1st ALS Patient Enters Phase 3 Study of Oral Edaravone in Slowing Disability
An intravenous form of edaravone (given directly into the bloodstream), developed by Mitsubishi Tanabe Pharma and sold under the brand name Radicava, was approved as an ALS treatment by the U.S. Food and Drug Administration (FDA) in 2017.
Edaravone works by reducing oxidative stress — an imbalance between the production of potentially harmful free radicals and the cells’ antioxidant defenses — which is thought to be one of the causes of nerve cell death in ALS.
Data from three previous clinical studies have shown that Radicava can safely and effectively slow functional decline in people with ALS.
The recommended dosing regimen for Radicava, given at a 60 mg dose over 60 minutes, consists of an initial treatment cycle of 14 consecutive days of treatment, followed by a two-week treatment-free period.

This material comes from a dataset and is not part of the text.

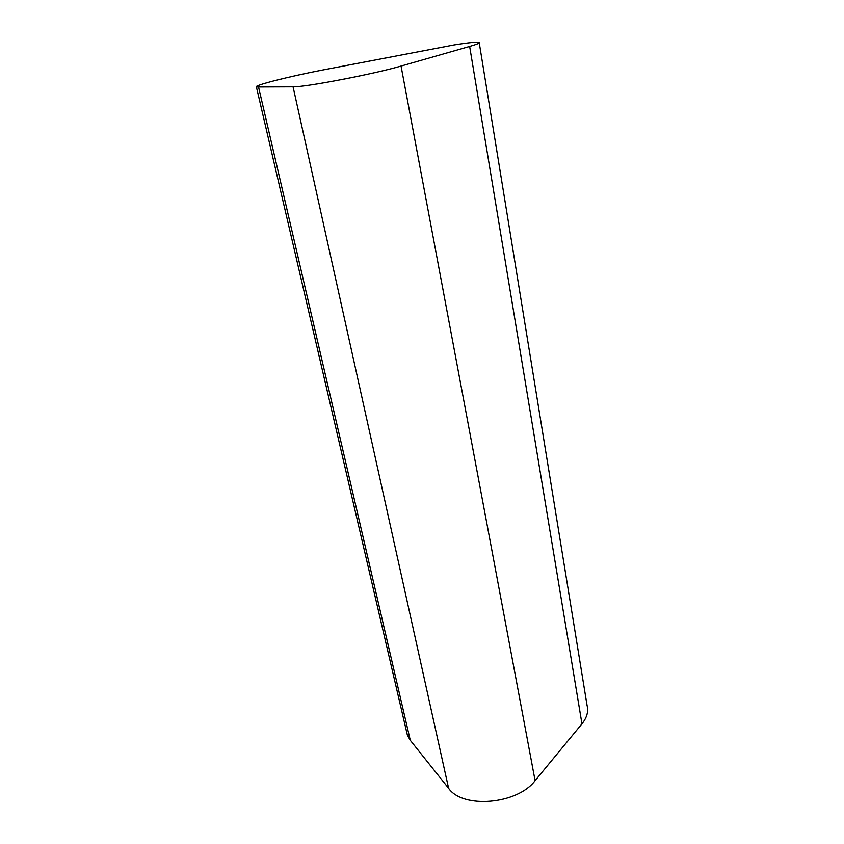 <?xml version="1.0" encoding="UTF-8"?>
<svg xmlns="http://www.w3.org/2000/svg" width="844" height="844" viewBox="0 0 844 844"><rect width="100%" height="100%" fill="white"/><g stroke="black" fill="none" stroke-linecap="round" stroke-linejoin="round"><path stroke-width="1.27" d="M479.244 42.854L587.065 705.426C588.627 711.503 586.928 717.643 581.959 723.836L535.096 780.668C517.33 804.469 462.744 809.006 448.607 788.328L410.279 740.304L407.367 735.071L406.608 731.822M469.654 46.441C476.828 44.373 480.004 43.044 479.181 42.464C477.303 41.767 468.937 42.59 454.083 44.954L323.03 69.946C289.123 76.466 253.031 85.571 256.418 86.985L293.068 86.826C305.18 87.217 374.124 74.008 401.048 66.064L469.654 46.441L581.959 723.836M535.096 780.668L401.048 66.064M448.607 788.328L293.068 86.826M410.279 740.304L258.591 87.217M407.367 735.071L256.418 86.985"/></g></svg>
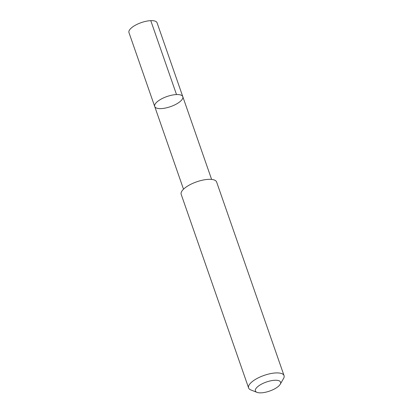 <?xml version="1.0" encoding="UTF-8"?>
<svg xmlns="http://www.w3.org/2000/svg" width="413" height="413" viewBox="0 0 413 413"><rect width="100%" height="100%" fill="white"/><g stroke="black" fill="none" stroke-linecap="round" stroke-linejoin="round"><path stroke-width="0.62" d="M171.849 95.166A14.878 5.359 -19.2 0 1 182.804 96.688A14.878 5.359 -19.2 0 1 170.512 106.642A14.878 5.359 -19.2 0 1 154.699 106.477A14.878 5.359 -19.2 0 1 171.849 95.166A14.878 5.359 -19.2 0 1 182.804 96.688L157.069 22.782A14.883 5.359 160.8 0 0 146.114 21.259A14.883 5.359 160.8 0 0 128.959 32.57L154.699 106.477A14.878 5.359 -19.2 0 1 171.849 95.166M280.226 384.25L283.53 378.545A18.761 6.753 160.8 0 0 284.041 375.608L216.629 182.03A18.761 6.753 160.8 0 0 196.691 181.818A18.761 6.753 160.8 0 0 181.193 194.368L248.605 387.946A18.761 6.753 160.8 0 0 250.836 389.934L256.969 392.35A13.345 4.806 160.8 0 0 265.208 392.304A13.345 4.806 160.8 0 0 280.226 384.25A13.345 4.806 160.8 0 0 266.406 382.015A13.345 4.806 160.8 0 0 256.969 392.35M284.041 375.608A18.761 6.753 160.8 0 0 264.103 375.402A18.761 6.753 160.8 0 0 248.605 387.946M176.516 94.556L150.781 20.65M211.611 179.418L182.804 96.688M183.511 189.206L154.699 106.477"/></g></svg>

Subsequent treatment cycles consist of daily treatment for 10 of the next 14 days, followed by two weeks without treatment.
MTPA has initiated a Phase 3 study (NCT04165824) evaluating whether an oral formulation of edaravone is also safe and effective in ALS patients.
“Enrollment of the first patient in this clinical study marks an important milestone for our company as we continue to seek treatment options for the ALS community,” Atsushi Fujimoto, MTPA’s president, said in a press release.
“There is a great unmet need in the area of ALS, and we believe an oral formulation of edaravone could potentially serve as an alternative treatment option for patients suffering from this progressive condition,” Fujimoto added.
The global, multicenter and open-label study is recruiting up to 150 adults with ALS, ages 18 to 75, across an expected 65 sites in the U.S., Canada, Europe, and Japan. About half of these locations will be in the U.S., MTPA said.
Specific study site information is not yet available, but those interested in learning more can do so here.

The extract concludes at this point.